By now, most Australians are aware that some pretty big changes are coming to private health on April 1.
Aside from the new Gold/Silver/Bronze/Basic tiered model, private health insurance premiums will rise yet again, this year by an average of 3.25 per cent. Average premiums have increased by 26 per cent in the past five years and in most cases, incomes have not increased to match this.
The ageing population is one of the reasons behind the increase and there are less young people to balance it out, while improvements in medical technology mean that the latest and best treatments are being used to treat serious health issues.
Most people on a singles policy will pay an additional $62 a year under the changes, while couples policies will increase by an average of $151 annually. Some people will notice their policies go up more or less, with some insurers increasing premiums by as much as 5.91 per cent, and others as little as 1.64 per cent. Policy holders will be contacted by insurers prior to April 1 about these changes, but it can still be a confusing time while Australians adjust to the changes.
Laura Crowden, Corporate Affairs Manager at iSelect, tells Starts at 60 that 2019 is also significant because as part of the government’s reforms, a new Gold/Silver/Bronze/Basic product tier will be introduced for all hospital policies, intended to make it easier for customers to compare policies in the long run. There are minimum standards for hospital services and treatments that will be covered under each tier, but it does mean some policy holders will notice changes.
“At the moment, one insurer might call a policy silver and so might a different insurer but they include totally different things,” Crowden explains. “Now it will make it much easier. For example, silver policies must cover heart conditions so they can know as long as they’re looking at any silver policy from any insurer, heart conditions will be covered. All gold policies, for example, are going to need to include cataracts now.”
Most over-60s will be looking at gold and silver policies and it’s important to know about individual health needs and what’s going to be covered under each policy to ensure you’re covered by the best policy for you. For example, the must-haves for one person may all be covered under a Silver policy, whereas other health needs will only be covered through Gold cover.
From April 1, all Silver policies will include treatment for the heart and vascular system, lung and chest, blood, back, neck, and spine, plastic and reconstructive surgery (medically necessary), dental surgery, podiatric surgery (provided by an accredited podiatric surgeon) and implantation of hearing devices.
Gold on the other hand includes all this in addition to treatment for cataracts, joint replacement, dialysis for chronic kidney failure, weight loss surgery, insulin pumps, pain management with device and sleep studies. Both Gold and Silver also include all the benefits of the Bronze and Basic policies.
“It can be worthwhile talking through that with a health insurance expert and they’ll help you understand whether your health needs sit within the Silver or Gold and obviously there’s a price difference there,” Crowden says.
It’s also important to know that individual members on a couple’s policy don’t have to be on the same policy level. One person may require a Gold policy, but the health needs of the other person in the relationship may be met with a Silver policy.

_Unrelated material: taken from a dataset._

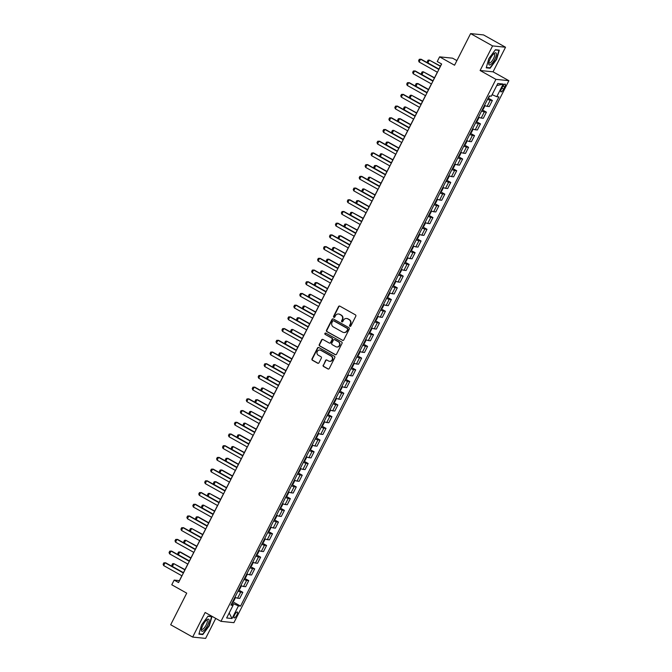<?xml version="1.0" encoding="UTF-8"?>
<svg xmlns="http://www.w3.org/2000/svg" width="672" height="672" viewBox="0 0 672 672"><rect width="100%" height="100%" fill="white"/><g stroke="black" fill="none" stroke-linecap="round" stroke-linejoin="round"><path stroke-width="1.01" d="M349.902 326.315A0.731 0.689 -84.2 0 0 350.834 326.012L355.79 316.243A1.042 0.983 -84.2 0 0 355.396 314.84L339.864 306.138A1.042 0.983 -84.2 0 0 338.528 306.575L333.572 316.352A0.731 0.689 -84.2 0 0 334.102 317.411A0.731 0.689 -84.2 0 0 334.782 317.024L335.42 315.764A3.326 3.133 -84.2 0 1 339.679 314.362L340.973 315.092A3.326 3.133 -84.2 0 1 342.241 319.578L341.603 320.846A0.731 0.689 -84.2 0 0 342.132 321.905A0.731 0.689 -84.2 0 0 342.804 321.518L343.451 320.258A3.326 3.133 -84.2 0 1 347.701 318.856L348.995 319.586A3.326 3.133 -84.2 0 1 350.263 324.072L349.625 325.332A0.731 0.689 -84.2 0 0 349.902 326.315M346.727 318.511A3.326 3.133 -84.2 0 1 348.054 318.898L349.348 319.62A3.326 3.133 -84.2 0 1 350.616 324.106L349.978 325.374A0.731 0.689 -84.2 0 0 350.33 326.39M339.671 306.062A1.042 0.983 -84.2 0 0 338.881 306.617L333.925 316.386A0.731 0.689 -84.2 0 0 334.278 317.402M338.696 314.017A3.326 3.133 -84.2 0 1 340.024 314.404L341.326 315.126A3.326 3.133 -84.2 0 1 342.594 319.612L341.947 320.88A0.731 0.689 -84.2 0 0 342.308 321.896M236.838 615.082A3.385 1.042 119.2 0 0 237.376 612.007A3.385 1.042 119.2 0 0 234.604 614.855A3.385 1.042 119.2 0 0 234.066 617.921A3.385 1.042 119.2 0 0 236.838 615.082M323.182 365.114A1.042 0.983 -84.2 0 0 323.576 366.517L327.936 368.953A1.042 0.983 -84.2 0 0 329.263 368.525L334.774 357.672A1.042 0.983 -84.2 0 0 334.379 356.269L318.839 347.567A1.042 0.983 -84.2 0 0 317.512 348.004L312.01 358.856A1.042 0.983 -84.2 0 0 312.404 360.259L317.671 363.208A1.042 0.983 -84.2 0 0 318.998 362.771L321.35 358.126A1.042 0.983 -84.2 0 0 320.956 356.723L318.343 355.261A2.78 2.621 -84.2 0 1 319.88 350.036A2.78 2.621 -84.2 0 1 320.846 350.347L331.069 356.068A2.78 2.621 -84.2 0 1 329.54 361.292A2.78 2.621 -84.2 0 1 328.574 360.99L326.869 360.032A1.042 0.983 -84.2 0 0 325.542 360.469L323.534 365.148A1.042 0.983 -84.2 0 0 323.929 366.551L328.289 368.995A1.042 0.983 -84.2 0 0 328.474 369.071M492.584 45.906L480.102 70.501L493.055 71.828L505.529 47.233L492.584 45.906L470.602 33.6L454.558 65.218L439.614 56.851L437.237 61.538L441.638 64L178.55 582.557L174.157 580.096L171.78 584.783L186.724 593.149L170.688 624.767L192.662 637.073L205.615 638.4L215.746 618.416M480.102 70.501L495.928 79.355L220.97 621.34L205.145 612.478L192.662 637.073M342.451 340.36A1.042 0.983 -84.2 0 0 343.778 339.923L349.28 329.07A1.042 0.983 -84.2 0 0 348.886 327.667L333.354 318.973A1.042 0.983 -84.2 0 0 332.018 319.41L326.516 330.254A1.042 0.983 -84.2 0 0 326.911 331.657L342.796 340.393A1.042 0.983 -84.2 0 0 342.98 340.477M342.031 343.367L336.521 354.22A1.042 0.983 -84.2 0 1 335.194 354.656L319.662 345.962A1.042 0.983 -84.2 0 1 319.259 344.56L321.619 339.914A1.042 0.983 -84.2 0 1 322.946 339.478L329.246 343.006A1.042 0.983 -84.2 0 0 330.574 342.569L332.136 339.486A1.042 0.983 -84.2 0 0 331.741 338.083L325.181 334.412A0.731 0.689 -84.2 0 1 325.584 333.043A0.731 0.689 -84.2 0 1 325.836 333.127L341.628 341.964A1.042 0.983 -84.2 0 1 342.031 343.367M470.602 33.6L483.546 34.927L505.529 47.233M502.522 86.831L501.472 88.897A3.284 1.008 119.2 0 0 500.951 91.871A3.284 1.008 119.2 0 0 503.639 89.116L504.689 87.058A3.284 1.008 119.2 0 0 505.21 84.084A3.284 1.008 119.2 0 0 502.522 86.831M495.928 79.355L508.88 80.682L233.915 622.667L220.97 621.34M496.742 85.596L503.194 84.042L497.809 83.496L491.392 96.138L489.275 95.928L230.95 605.119L233.066 605.329L231.512 603.994M503.194 84.042L496.784 96.692L492.131 94.693M232.722 601.709L240.568 606.102L498.901 96.911L496.784 96.692M240.568 606.102L238.451 605.884L232.033 618.534L226.649 617.98L233.066 605.329M456.901 60.606L452.558 58.178L439.614 56.851M493.055 71.828L508.88 80.682M181.868 575.778L179.407 580.633L174.157 580.096M441.538 63.941L438.883 69.174M437.346 72.206L432.944 80.884M431.407 83.916L427.006 92.593M425.46 95.634L421.058 104.303M419.521 107.344L415.12 116.021M413.582 119.053L409.181 127.73M407.644 130.763L403.242 139.44M401.696 142.472L397.295 151.15M395.758 154.182L391.356 162.859M389.819 165.892L385.417 174.569M383.872 177.61L379.47 186.278M377.933 189.319L373.531 197.996M371.994 201.029L367.592 209.706M366.047 212.738L361.645 221.416M360.108 224.448L355.706 233.125M354.169 236.158L349.768 244.835M348.23 247.876L343.829 256.544M342.283 259.585L337.882 268.262M336.344 271.295L331.943 279.972M330.406 283.004L326.004 291.682M324.458 294.714L320.057 303.391M318.52 306.424L314.118 315.101M312.581 318.142L308.179 326.81M306.634 329.851L302.232 338.528M300.695 341.561L296.293 350.238M294.756 353.27L290.354 361.948M288.817 364.98L284.416 373.657M282.87 376.69L278.468 385.367M276.931 388.399L272.53 397.076M270.992 400.117L266.591 408.794M265.045 411.827L260.644 420.504M259.106 423.536L254.705 432.214M253.168 435.246L248.766 443.923M247.22 446.956L242.819 455.633M241.282 458.665L236.88 467.342M235.343 470.383L230.941 479.052M229.404 482.093L225.002 490.77M223.457 493.802L219.055 502.48M217.518 505.512L213.116 514.189M211.579 517.222L207.178 525.899M205.632 528.931L201.23 537.608M199.693 540.649L195.292 549.318M193.754 552.359L189.353 561.036M187.807 564.068L183.406 572.746M232.84 605.144L233.537 603.775L232.05 602.944M488.2 98.137L492.358 100.464L490.232 100.246A4.234 0.529 -153.1 0 1 487.57 99.28M484.487 105.37A4.234 0.529 -153.1 0 0 487.15 106.336L489.266 106.554L492.358 100.464M482.252 109.847L486.41 112.174L484.294 111.955A4.234 0.529 -153.1 0 1 481.631 110.989M478.54 117.079A4.234 0.529 -153.1 0 0 481.202 118.045L483.319 118.264L486.41 112.174M476.314 121.556L480.472 123.883L478.355 123.665A4.234 0.529 -153.1 0 1 475.692 122.707M472.601 128.797A4.234 0.529 -153.1 0 0 475.264 129.755L477.38 129.973L480.472 123.883M470.375 133.266L474.533 135.593L472.416 135.383A4.234 0.529 -153.1 0 1 469.745 134.417M466.662 140.507A4.234 0.529 -153.1 0 0 469.325 141.473L471.442 141.683L474.533 135.593M464.428 144.976L468.586 147.311L466.469 147.092A4.234 0.529 -153.1 0 1 463.806 146.126M460.715 152.216A4.234 0.529 -153.1 0 0 463.386 153.182L465.503 153.401L468.586 147.311M458.489 156.694L462.647 159.02L460.53 158.802A4.234 0.529 -153.1 0 1 457.867 157.836M454.776 163.926A4.234 0.529 -153.1 0 0 457.439 164.892L459.556 165.11L462.647 159.02M452.55 168.403L456.708 170.73L454.591 170.512A4.234 0.529 -153.1 0 1 451.928 169.546M448.837 175.636A4.234 0.529 -153.1 0 0 451.5 176.602L453.617 176.82L456.708 170.73M446.603 180.113L450.761 182.44L448.644 182.221A4.234 0.529 -153.1 0 1 445.981 181.255M442.89 187.345A4.234 0.529 -153.1 0 0 445.561 188.311L447.678 188.53L450.761 182.44M440.664 191.822L444.822 194.149L442.705 193.931A4.234 0.529 -153.1 0 1 440.042 192.973M436.951 199.055A4.234 0.529 -153.1 0 0 439.614 200.021L441.731 200.239L444.822 194.149M434.725 203.532L438.883 205.859L436.766 205.649A4.234 0.529 -153.1 0 1 434.104 204.683M431.012 210.773A4.234 0.529 -153.1 0 0 433.675 211.739L435.792 211.949L438.883 205.859M428.786 215.242L432.944 217.577L430.828 217.358A4.234 0.529 -153.1 0 1 428.156 216.392M425.074 222.482A4.234 0.529 -153.1 0 0 427.736 223.448L429.853 223.667L432.944 217.577M422.839 226.96L426.997 229.286L424.88 229.068A4.234 0.529 -153.1 0 1 422.218 228.102M419.126 234.192A4.234 0.529 -153.1 0 0 421.789 235.158L423.906 235.376L426.997 229.286M416.9 238.669L421.058 240.996L418.942 240.778A4.234 0.529 -153.1 0 1 416.279 239.812M413.188 245.902A4.234 0.529 -153.1 0 0 415.85 246.868L417.967 247.086L421.058 240.996M410.962 250.379L415.12 252.706L413.003 252.487A4.234 0.529 -153.1 0 1 410.332 251.521M407.249 257.611A4.234 0.529 -153.1 0 0 409.912 258.577L412.028 258.796L415.12 252.706M405.014 262.088L409.172 264.415L407.056 264.197A4.234 0.529 -153.1 0 1 404.393 263.231M401.302 269.321A4.234 0.529 -153.1 0 0 403.973 270.287L406.09 270.505L409.172 264.415M399.076 273.798L403.234 276.125L401.117 275.915A4.234 0.529 -153.1 0 1 398.454 274.949M395.363 281.039A4.234 0.529 -153.1 0 0 398.026 282.005L400.142 282.215L403.234 276.125M393.137 285.508L397.295 287.843L395.178 287.624A4.234 0.529 -153.1 0 1 392.515 286.658M389.424 292.748A4.234 0.529 -153.1 0 0 392.087 293.714L394.204 293.924L397.295 287.843M387.19 297.226L391.348 299.552L389.231 299.334A4.234 0.529 -153.1 0 1 386.568 298.368M383.477 304.458A4.234 0.529 -153.1 0 0 386.148 305.424L388.265 305.642L391.348 299.552M381.251 308.935L385.409 311.262L383.292 311.044A4.234 0.529 -153.1 0 1 380.629 310.078M377.538 316.168A4.234 0.529 -153.1 0 0 380.201 317.134L382.318 317.352L385.409 311.262M375.312 320.645L379.47 322.972L377.353 322.753A4.234 0.529 -153.1 0 1 374.69 321.787M371.599 327.877A4.234 0.529 -153.1 0 0 374.262 328.843L376.379 329.062L379.47 322.972M369.373 332.354L373.531 334.681L371.414 334.463A4.234 0.529 -153.1 0 1 368.743 333.497M365.66 339.587A4.234 0.529 -153.1 0 0 368.323 340.553L370.44 340.771L373.531 334.681M363.426 344.064L367.584 346.391L365.467 346.181A4.234 0.529 -153.1 0 1 362.804 345.215M359.713 351.305A4.234 0.529 -153.1 0 0 362.376 352.262L364.493 352.481L367.584 346.391M357.487 355.774L361.645 358.1L359.528 357.89A4.234 0.529 -153.1 0 1 356.866 356.924M353.774 363.014A4.234 0.529 -153.1 0 0 356.437 363.98L358.554 364.19L361.645 358.1M351.548 367.492L355.706 369.818L353.59 369.6A4.234 0.529 -153.1 0 1 350.918 368.634M347.836 374.724A4.234 0.529 -153.1 0 0 350.498 375.69L352.615 375.908L355.706 369.818M345.601 379.201L349.759 381.528L347.642 381.31A4.234 0.529 -153.1 0 1 344.98 380.344M341.888 386.434A4.234 0.529 -153.1 0 0 344.56 387.4L346.676 387.618L349.759 381.528M339.662 390.911L343.82 393.238L341.704 393.019A4.234 0.529 -153.1 0 1 339.041 392.053M335.95 398.143A4.234 0.529 -153.1 0 0 338.612 399.109L340.729 399.328L343.82 393.238M333.724 402.62L337.882 404.947L335.765 404.729A4.234 0.529 -153.1 0 1 333.102 403.763M330.011 409.853A4.234 0.529 -153.1 0 0 332.674 410.819L334.79 411.037L337.882 404.947M327.776 414.33L331.934 416.657L329.818 416.438A4.234 0.529 -153.1 0 1 327.155 415.481M324.064 421.571A4.234 0.529 -153.1 0 0 326.735 422.528L328.852 422.747L331.934 416.657M321.838 426.04L325.996 428.366L323.879 428.156A4.234 0.529 -153.1 0 1 321.216 427.19M318.125 433.28A4.234 0.529 -153.1 0 0 320.788 434.246L322.904 434.456L325.996 428.366M315.899 437.749L320.057 440.084L317.94 439.866A4.234 0.529 -153.1 0 1 315.277 438.9M312.186 444.99A4.234 0.529 -153.1 0 0 314.849 445.956L316.966 446.174L320.057 440.084M309.96 449.467L314.118 451.794L312.001 451.576A4.234 0.529 -153.1 0 1 309.33 450.61M306.247 456.7A4.234 0.529 -153.1 0 0 308.91 457.666L311.027 457.884L314.118 451.794M304.013 461.177L308.171 463.504L306.054 463.285A4.234 0.529 -153.1 0 1 303.391 462.319M300.3 468.409A4.234 0.529 -153.1 0 0 302.963 469.375L305.08 469.594L308.171 463.504M298.074 472.886L302.232 475.213L300.115 474.995A4.234 0.529 -153.1 0 1 297.452 474.029M294.361 480.119A4.234 0.529 -153.1 0 0 297.024 481.085L299.141 481.303L302.232 475.213M292.135 484.596L296.293 486.923L294.176 486.704A4.234 0.529 -153.1 0 1 291.514 485.747M288.422 491.828A4.234 0.529 -153.1 0 0 291.085 492.794L293.202 493.013L296.293 486.923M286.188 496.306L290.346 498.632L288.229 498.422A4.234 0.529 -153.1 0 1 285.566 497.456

While it will make it clearer for people to know what is covered, it will mean that some people will no longer be covered for things they previously were, or may find that they now have additional cover. As such, it’s vital to know how the policy is changing as a result of the new tiers and to talk to insurers about the best policy. You are never locked in to a policy, so can always change from one to another at any time.
“Insurers will be contacting their members to advise them of any changes and it’s really important that people keep an eye out for that communication, make sure they understand the changes and that they’re happy with them,” Crowden says.
A lot of insurers are contacting customers via email and online portals, rather than through letters in the post. It’s important to be aware of this communication so people fully understand the changes impacting their policy.
While Medicare will continue to cover patients for emergencies, private health is still important when it comes to elective procedures. These can include everything from cataracts to hip and knee replacements which aren’t currently considered life-threatening conditions.
“It’s the ability to be able to be seen quickly for those elective procedures, to choose the hospital and to choose the doctor,” Crowden says of the importance of private health cover. “Whereas if you had to rely on the public system for those kind of operations or medical issues, you would eventually be seen but it could take a really long time.”
Higher maximum excesses to reduce premiums will also be introduced on April 1. The maximum excess increases from $500 to $750 for singles and from $1,000 to $1,500 for couples and could save people on their policies.
“If you’re opting for a higher excess, you could save up to $350 a year on a couple’s policy,” Crowden says. “That’s probably more relevant to older people who are still in really good health and not expecting to go into hospital a lot. By opting for a high excess, they could bring down the cost of their premium.”
The other big change is most natural therapies will no longer be covered under extras policies. While insurers will still be able to cover remedial massage, acupuncture and Chinese medicine as part of extras policies, natural therapies including naturopathy, aromatherapy, homeopathy, Pilates and yoga will no longer be covered.
“I think the main thing would be directly for the Boomers to really make sure exactly what they’re covered for and take the time to check they are on the right policy,” Crowden says. “Especially that they’re not paying more than they need to.”